Happy sailing, you guys will do just fine! 

MedSailor

PS Sail as much as possible before the little one becomes a toddler!


----------



## PaulinVictoria

The Salus isn't Transport Canada approved either, but since no approval exists for infants under 35lb, and therefore there is also no requirement to carry one, there won't be TC approval and it doesn't matter. Not sure if the same goes for the US.
I personally prefer not having him strapped to something/someone. If I or my wife is going swimming with him accidentally, I would rather he floated face up regardless of if I am or not.


----------



## svHyLyte

After she was born, our daughter began sailing with us when she was 6 weeks old. Her first passage was made in a car-seat/bassinet that hung from the overhead on a short tether (so the the natural period of the "pendulum" was greater than the boats roll and her bassinet simply hung vertically while the yacht rolled about her). As she grew, we progressed from the bassinet to a car seat that could be secured below or in the forward corner of cockpit. When she was bigger and began walking, we fitted her with a baby floaty and tether if she was above deck and added netting to the life-lines around the entire boat (and she learned to never-ever leave the cockpit without her mommy or daddy and without holding onto the boat).

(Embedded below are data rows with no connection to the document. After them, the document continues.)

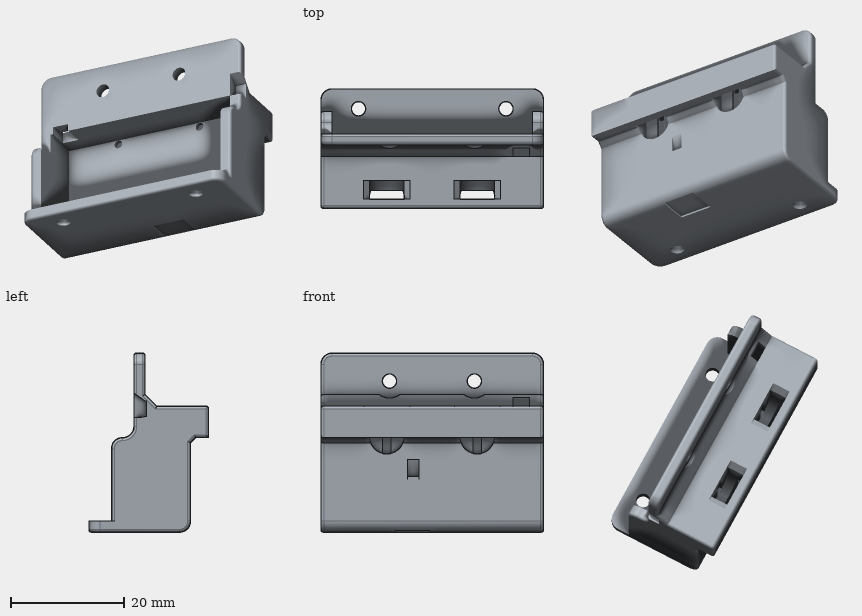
import cadquery as cq
import math

width = 39.4
depth = 21.2
height = 31.7

wall = 2.0
corner_radius = wall
edge_radius = 0.5

body_front = 3.2
plate_back = 13.25
plate_front = plate_back - wall
body_back = depth - 2 * wall
overhang_bottom = 16.75
overhang_top = 22.35
overhang_chamfer = 0.9
slope_start = 9.2
slope_rise = plate_front - slope_start
shoulder_height = 16.75

cavity_front = 5.9
cavity_roof = overhang_top - wall

screw_hole_diameter = 2.5
plate_hole_xs = (12.15, 27.15)
plate_hole_z = 26.75
screw_head_radius = 3.0
base_hole_inset = 6.65
base_hole_y = 17.65

slot_xs = (11.65, 27.65)
slot_front = 1.7
slot_back = 4.95
slot_width = 6.1
slot_mouth_width = 8.27
slot_round_z = 16.95
pin_diameter = 1.5
pin_z = 19.55
pin_groove_depth = 0.5

opening_x = 33.95
opening_width = 2.95
opening_length = 1.5
opening_exit_top = 21.67

passage_x = 15.3
passage_width = 2.05
passage_top = 12.85
passage_height = 2.95
passage_steepness = 2.7

recess_x = 13.12
recess_width = 6.15
recess_depth = 0.3

notch_front = 10.95
notch_floor_front = 20.5
notch_floor_back = 20.3
notch_roof_front = 23.2
notch_roof_back = 24.62


def box(x0, x1, y0, y1, z0, z1):
    return cq.Workplane("XY").box(x1 - x0, y1 - y0, z1 - z0, centered=False).translate((x0, y0, z0))


def cylinder_y(x, z, radius, y0, y1):
    return cq.Workplane("XZ", origin=(x, y0, z)).circle(radius).extrude(y0 - y1)


def make_body():
    """Body, overhang and upright plate as one side outline, standing on the base."""
    quarter = corner_radius * math.sin(math.pi / 4)
    crest_y = plate_back + corner_radius
    body = (
        cq.Workplane("YZ")
        .moveTo(body_front, wall)
        .lineTo(body_front, overhang_bottom - overhang_chamfer)
        .lineTo(body_front - overhang_chamfer, overhang_bottom)
        .lineTo(0, overhang_bottom)
        .lineTo(0, overhang_top)
        .lineTo(slope_start, overhang_top)
        .lineTo(plate_front, overhang_top + slope_rise)
        .lineTo(plate_front, height)
        .lineTo(plate_back, height)
        .lineTo(plate_back, shoulder_height + corner_radius)
        .threePointArc(
            (crest_y - quarter, shoulder_height + corner_radius - quarter),
            (crest_y, shoulder_height),
        )
        .threePointArc(
            (crest_y + quarter, shoulder_height - corner_radius + quarter),
            (body_back, shoulder_height - corner_radius),
        )
        .lineTo(body_back, wall)
        .close()
        .extrude(width)
    )
    body = body.cut(box(
        width - wall, width,
        plate_back, crest_y,
        shoulder_height, shoulder_height + corner_radius,
    ))
    body = body.edges("|Y and >Z").fillet(corner_radius)

    side_outline = body.faces("<X or >X").edges("not <Z")
    plate_top = body.faces("|Y").edges("|X and >Z")
    plate_corners = body.edges("%CIRCLE").edges(">Z")
    overhang_edge = body.faces("<Y").edges("|X and >Z")
    rounded_edges = side_outline.add(plate_top).add(plate_corners).add(overhang_edge)
    return rounded_edges.fillet(edge_radius)


def make_base():
    """Base plate with a rounded front edge, rounded rear corners and a rounded lower rim."""
    base = (
        cq.Workplane("YZ")
        .moveTo(body_front + corner_radius, 0)
        .radiusArc((body_front, corner_radius), corner_radius)
        .lineTo(depth, wall)
        .lineTo(depth, 0)
        .close()
        .extrude(width)
    )
    base = base.edges("|Z and >Y").fillet(corner_radius)
    lower_rim = base.faces("<Z").edges("not (|X and <Y)")
    front_arcs = base.faces("<X or >X").edges("%CIRCLE")
    return lower_rim.add(front_arcs).fillet(edge_radius)


def make_cavity():
    """Hollow between the side walls, open at the back."""
    return box(wall, width - wall, cavity_front, depth, wall, cavity_roof)


def make_overhang_slot(x):
    """Slot with a flared mouth and a round bottom, a pin hole and a groove in its rear wall."""
    slot_depth = slot_back - slot_front
    flare = (slot_mouth_width - slot_width) / 2
    radius = slot_width / 2
    slot = box(x - radius, x + radius, slot_front, slot_back, slot_round_z, overhang_top)
    round_bottom = cylinder_y(x, slot_round_z, radius, slot_front, slot_back)
    mouth = (
        cq.Workplane("XZ", origin=(x, slot_back, overhang_top))
        .polyline([(-radius - flare, 0), (radius + flare, 0), (radius, -flare), (-radius, -flare)])
        .close()
        .extrude(slot_depth)
    )
    pin_radius = pin_diameter / 2
    pin_hole = cylinder_y(x, pin_z, pin_radius, slot_back, cavity_front)
    groove = box(
        x - pin_radius, x + pin_radius,
        slot_back, slot_back + pin_groove_depth,
        slot_round_z - radius, pin_z,
    )
    return slot.union(round_bottom).union(mouth).union(pin_hole).union(groove)


def make_plate_hole(x):
    """Screw hole through the plate, with room for the screw head in front of it."""
    hole = cylinder_y(x, plate_hole_z, screw_hole_diameter / 2, 0, plate_back)
    return hole.union(cylinder_y(x, plate_hole_z, screw_head_radius, slope_start, plate_front))


def make_base_hole(x):
    return cq.Workplane("XY").center(x, base_hole_y).circle(screw_hole_diameter / 2).extrude(wall)


def make_passage():
    """Channel that drops steeply backwards through the front wall into the cavity."""
    run = cavity_front - body_front
    drop = run * passage_steepness
    return (
        cq.Workplane("YZ", origin=(passage_x, 0, 0))
        .moveTo(body_front, passage_top)
        .lineTo(body_front + run, passage_top - drop)
        .lineTo(body_front + run, passage_top - drop - passage_height)
        .lineTo(body_front, passage_top - passage_height)
        .close()
        .extrude(passage_width)
    )


def make_side_notch():
    return (
        cq.Workplane("YZ")
        .moveTo(notch_front, notch_floor_front)
        .lineTo(notch_front, notch_roof_front)
        .lineTo(plate_front, notch_roof_front)
        .lineTo(plate_back, notch_roof_back)
        .lineTo(plate_back, notch_floor_back)
        .close()
        .extrude(wall)
    )


def make_slope_opening():
    """Square opening down into the cavity, joined to a low way out under the plate."""
    opening_end = opening_x + opening_width
    opening = box(
        opening_x, opening_end,
        slope_start, slope_start + opening_length,
        cavity_roof, overhang_top + slope_rise,
    )
    rear_exit = box(opening_x, opening_end, slope_start, plate_back, cavity_roof, opening_exit_top)
    return opening.union(rear_exit)


result = make_body().union(make_base())
result = result.cut(make_cavity())
for slot_x in slot_xs:
    result = result.cut(make_overhang_slot(slot_x))
for hole_x in plate_hole_xs:
    result = result.cut(make_plate_hole(hole_x))
for hole_x in (base_hole_inset, width - base_hole_inset):
    result = result.cut(make_base_hole(hole_x))
result = result.cut(make_passage())
result = result.cut(make_side_notch())
result = result.cut(make_slope_opening())

result = result.cut(box(
    recess_x, recess_x + recess_width,
    body_front, body_front + recess_width,
    0, recess_depth,
))

Our--and her--first rule was/is "safety first". Her, and our, second rule was/is "always hold onto the boat". She's in her early 20's now but still respects/repeats the rules, aboard our boat or when on her own...


----------



## AlaskaMC

MedSailor said:


> PS Sail as much as possible before the little one becomes a toddler!


This!!! The terrible twos and boating have a bit of a rocky relationship. Nothing like having a critter running around the boat that isn't so stable on solid ground. Best thing is that they get past this age fast and your nerves get a break of sorts.


----------



## nolesailor

All...thanks again for all the replies, the advice and suggestions are appreciated!

Medsailor - Great advice, a cosleeper would be helpful for overnights...but we certainly aren't there yet!

We plan to get lifeline netting once she is mobile (although I always swore I never would. Amazing how things change!). We are looking forward to taking her out this fall when it is not so hot/humid as it is here in the FL summers. 

Thanks again!


----------



## vtsailguy

The car seat seems a common tip from what I have heard. You can strap it in anywhere.


----------



## MedSailor

nolesailor said:


> All...thanks again for all the replies, the advice and suggestions are appreciated!
> 
> Medsailor - Great advice, a cosleeper would be helpful for overnights...but we certainly aren't there yet!
> 
> We plan to get lifeline netting once she is mobile (although I always swore I never would. Amazing how things change!). We are looking forward to taking her out this fall when it is not so hot/humid as it is here in the FL summers.
> 
> Thanks again!


We're about to install netting too. We can take it off in a couple years though once the little ones learn some self preservation skills and can swim. Of course by then, the cat will be old....

MedSailor


----------



## nolesailor

I noticed that several people on here recommended the Salus lifejacket...in researching, this lifejacket is not Coast Guard approved, which was clearly stated on some websites when describing the product. I did not find the same statements about the Mustang infant life jacket. Is the Mustang Coast Guard approved? I'm guessing I need a US Coast Guard approved life jacket for everyone on board, including our daughter...so, for those that purchased the Salus, was here a concern about being compliant?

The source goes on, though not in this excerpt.